IN THE HIGH COURT OF FIJI
AT SUVA
CIVIL JURISDICTION


Civil Appeal No: HBA 5 of 2008


BETWEEN:


ISLAND GLASS & MIRROR LIMITED
Appellant


AND:


DOMINION INSURANCE LIMITED
Respondent


Coram: Hickie J


Date of Hearing: 24 February 2009


Date of Ruling: 24 February 2009


Appearances:
Mr O.K. Nadia for the Appellant
Mr G. O’Driscoll for the Respondent


RULING ON COSTS


A. BACKGROUND


[1] This is a ruling matter as to costs where an Appeal was withdrawn.


[2] The original dispute concerned an insurance policy which was heard in the Magistrates’ Court at Suva with judgment delivered in favour of the insurance company on 12 March 2007.


[3] The Plaintiff then filed in the High Court at Suva an appeal against that decision.

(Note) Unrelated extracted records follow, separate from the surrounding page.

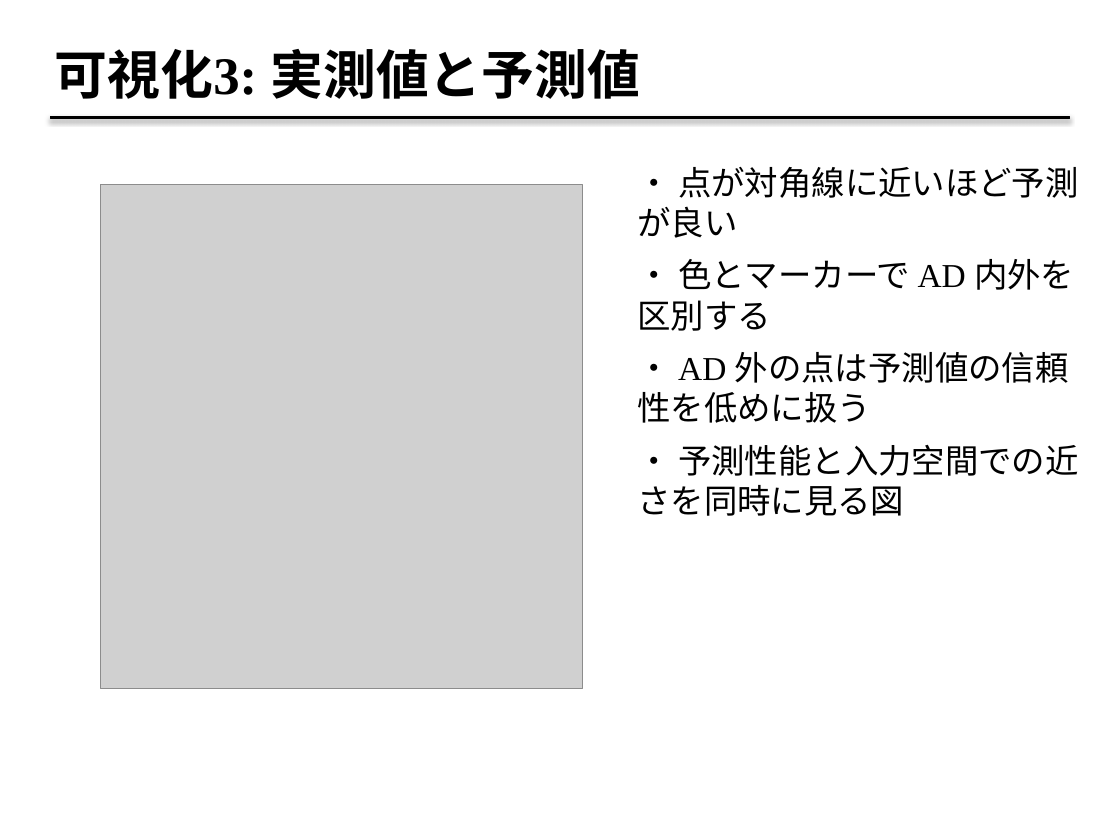
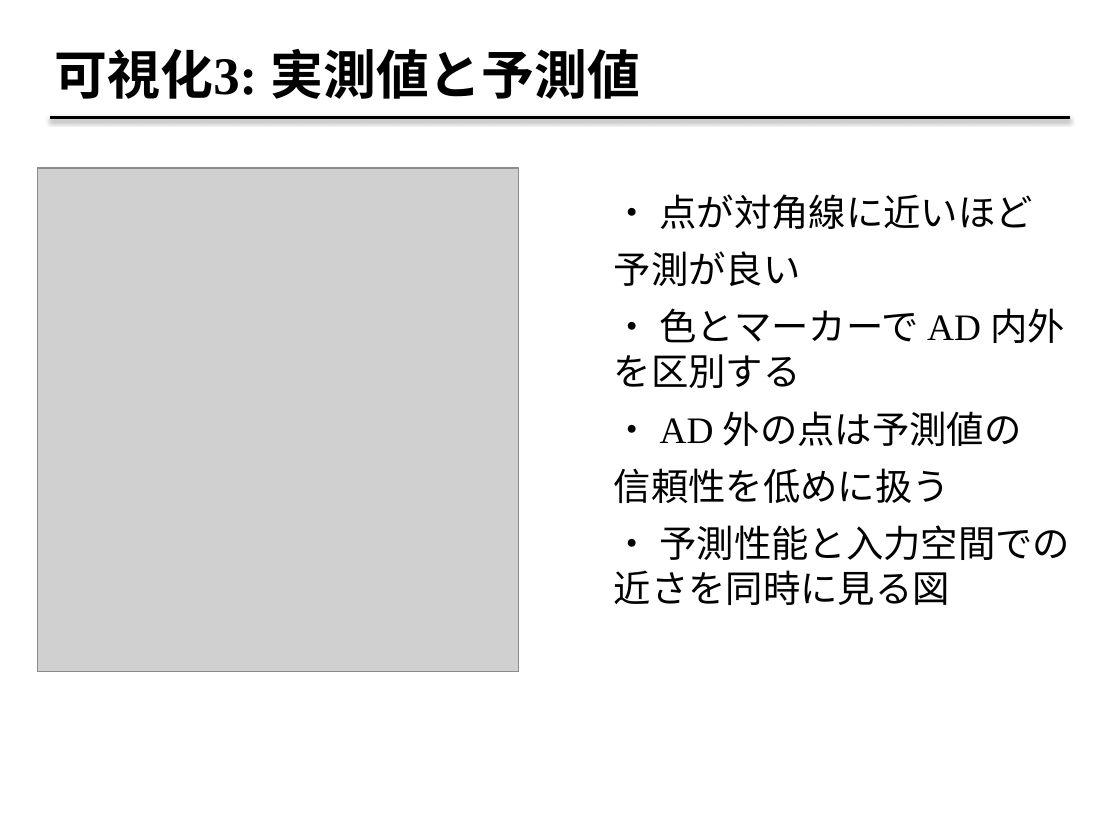
Before and after one commit to fukumoto-riku/python_seminar, a slide deck: slide 23 of 第7回/applicability-domain_2026_07_07.pptx. Drawn at 1120x840 pixels with LibreOffice and Linux fonts; fonts in the diff are those of the drawing; grey boxes stand for pictures. Boxes give left, top, right and bottom in pixels: in the first picture for what was removed or moved away, otherwise in the second. Text is boxed around its words. In the diff, an @@ line names an element or a change of style, - is before the commit and + after.

```diff
--- a/第7回/applicability-domain_2026_07_07.pptx
+++ b/第7回/applicability-domain_2026_07_07.pptx
@@ picture: place and size @@
-picture at [101,185,582,689]
+picture at [37,168,519,672]
@@ text "・ 点が対角線に近いほど": place and size @@
-text "・ 点が対角線に近いほど" at [637,167,1079,516]
+text "・ 点が対角線に近いほど" at [614,194,1071,605]
@@ text at [614,194,1033,286]: text changed; size 21.5 to 24 pt @@
-・ 点が対角線に近いほど予測が良い
+・ 点が対角線に近いほど
+予測が良い
@@ text at [614,308,1071,605]: size 21.5 to 24 pt in "・ 色とマーカーで AD 内外を区別する", "・ 予測性能と入力空間での近さを同時に見る図" @@
@@ text at [614,411,1022,503]: text changed; size 21.5 to 24 pt @@
-・ AD 外の点は予測値の信頼性を低めに扱う
+・ AD 外の点は予測値の
+信頼性を低めに扱う
```
Also in this commit, not shown: 11 other slides changed, 2 other files.

[4] The following appearances are recorded in the High Court at Suva file as follows:


  1. 18 March 2008 – first appearance before the Master – orders made as to timetable or filing of submissions with matter adjourned until 28 April 2008 to fix a hearing date;
  2. 28 April 2008 – second appearance before the Master – further orders made for Appellant to file and serve written submissions with matter adjourned until 26 May for mention;
  3. 26 May 2008 – third appearance before the Master – order made for Respondent to file and serve written submissions with matter adjourned until 20 June for mention;
  4. 20 June 2008 – fourth appearance before the Master – no appearance for Appellant, further order made for Respondent to file and serve written submissions by 27 June 2008 with matter adjourned until 30 June for mention;
  5. 30 June 2008 – fifth appearance before the Master – adjourned until 14 July 2008 before Hickie J to fix hearing date;
  6. 15 July 2008 – first appearance before me – matter set down for hearing on 11 November 2008;
  7. 11 November 2008 – second appearance before me - by consent (at request of Solicitors for Appellant) hearing vacated, matter adjourned for mention on 13 January 2009;
  8. 13 January 2009 – third appearance before me – first appearance by Mr R.K. Naidu on behalf of the Appellant advising that his firm had just taken over the matter the day before and was seeking an adjournment of 14 days to obtain instructions, consented to by Counsel appearing for Respondent – matter adjourned for mention on 17 February 2009 with Appellant liberty to file supplementary submissions by 27 January 2009 and Respondent liberty to file supplementary submissions in reply by 10 February 2009;
  9. 17 February 2009 – fourth appearance before me - Mr R.K. Naidu sought to withdraw Appeal – by consent leave to withdraw Appeal granted and matter adjourned until 24 February 2009 on question of costs;
  10. 24 February 2009 – fifth appearance before me - Mr R.K. Naidu sought an Order for his client to pay $400 costs, Mr G. O’Driscoll for the Respondent sought $1200 costs on a party-party basis.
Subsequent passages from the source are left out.